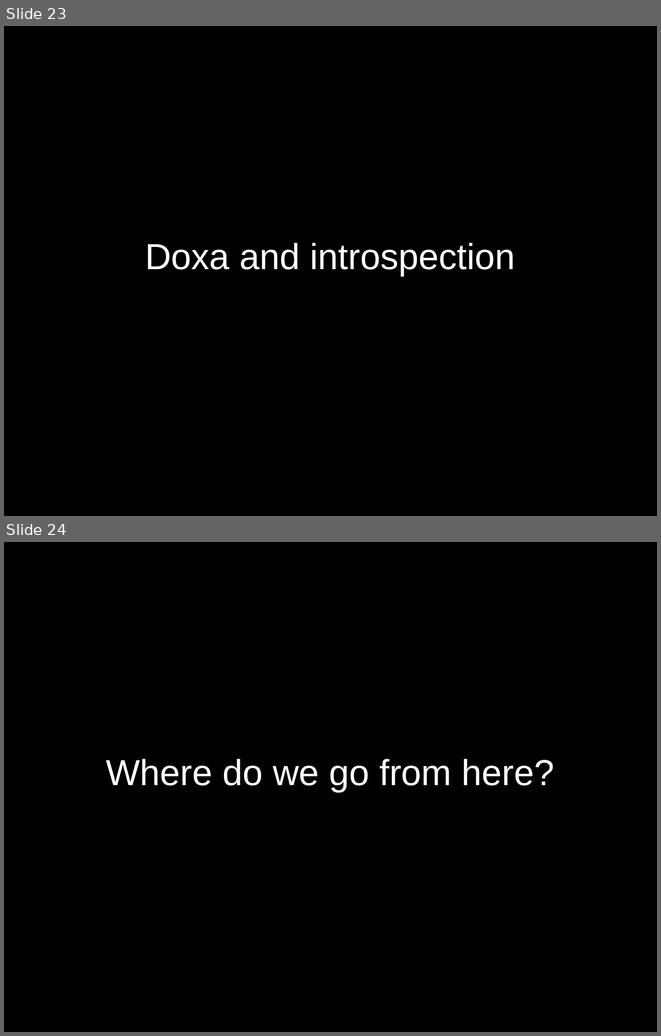
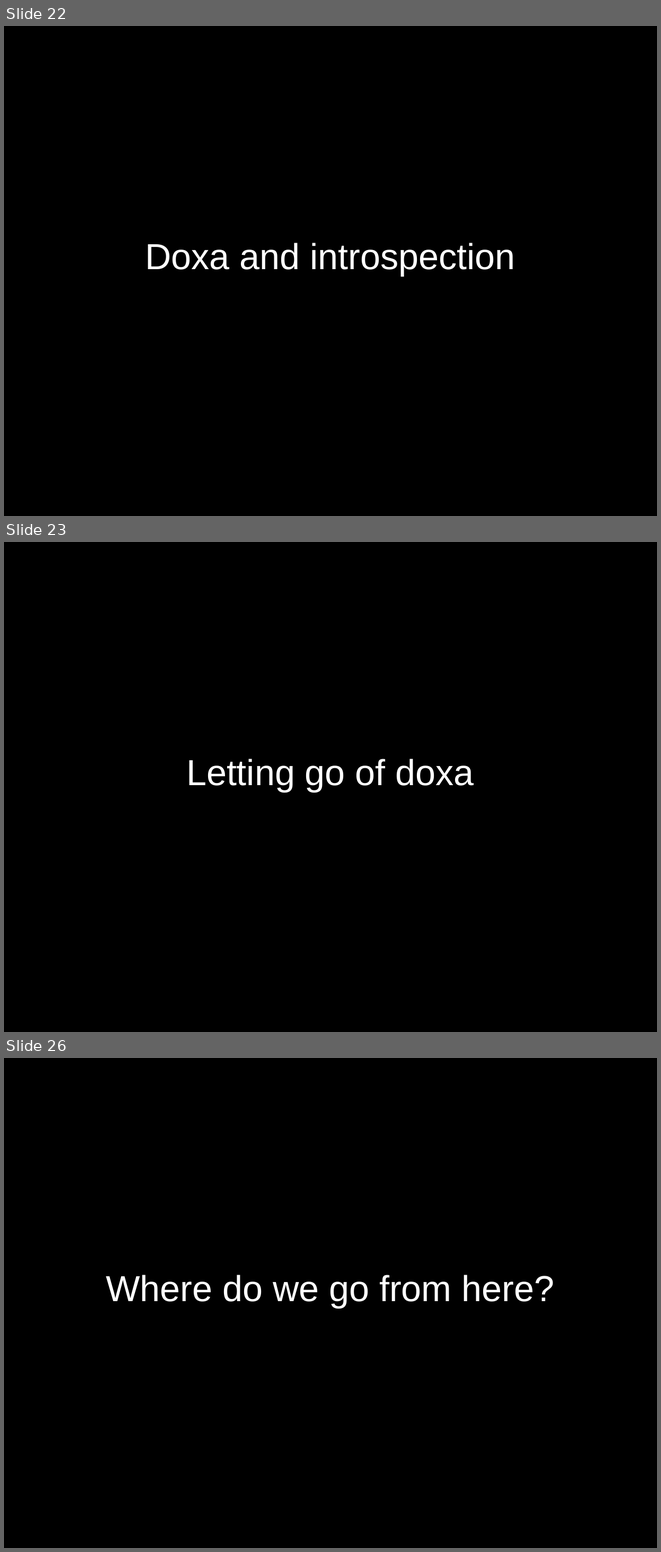
Before and after one commit to adjspecies/exploring-the-fandom-through-data, a slide deck: slides.odp. Shown one above the other, each under a label of ours: slides 23 and 24 before the commit, slides 22, 23 and 26 after it; the slides between them are not shown. The pictures are 661x1036 and 661x1552 pixels, drawn with LibreOffice and Linux fonts; fonts in the diff are those of the drawing. Boxes give left, top, right and bottom in pixels: in the first picture for what was removed or moved away, otherwise in the second. Text is boxed around its words. In the diff, an @@ line names an element or a change of style, - is before the commit and + after.

```diff
--- a/slides.odp
+++ b/slides.odp
@@ slide 23 added at [4,542,657,1032], background #000000 @@
@@ title added at [186,759,474,792], 44 pt, text #FFFFFF @@
+Letting go of doxa
@@ what was slide 23 is now slide 22 @@
@@ what was slide 24 is now slide 26 @@
```
Also in this commit, not shown: 4 other slides added, 1 slide removed, 7 other files.

+ + + + + + +

Copy out each line of the data that has the word "what" in it.

Before and after one commit to adjspecies/exploring-the-fandom-through-data, a slide deck: slides.odp. Shown one above the other, each under a label of ours: slides 23 and 24 before the commit, slides 22, 23 and 26 after it; the slides between them are not shown. The pictures are 661x1036 and 661x1552 pixels, drawn with LibreOffice and Linux fonts; fonts in the diff are those of the drawing. Boxes give left, top, right and bottom in pixels: in the first picture for what was removed or moved away, otherwise in the second. Text is boxed around its words. In the diff, an @@ line names an element or a change of style, - is before the commit and + after.
@@ what was slide 23 is now slide 22 @@
@@ what was slide 24 is now slide 26 @@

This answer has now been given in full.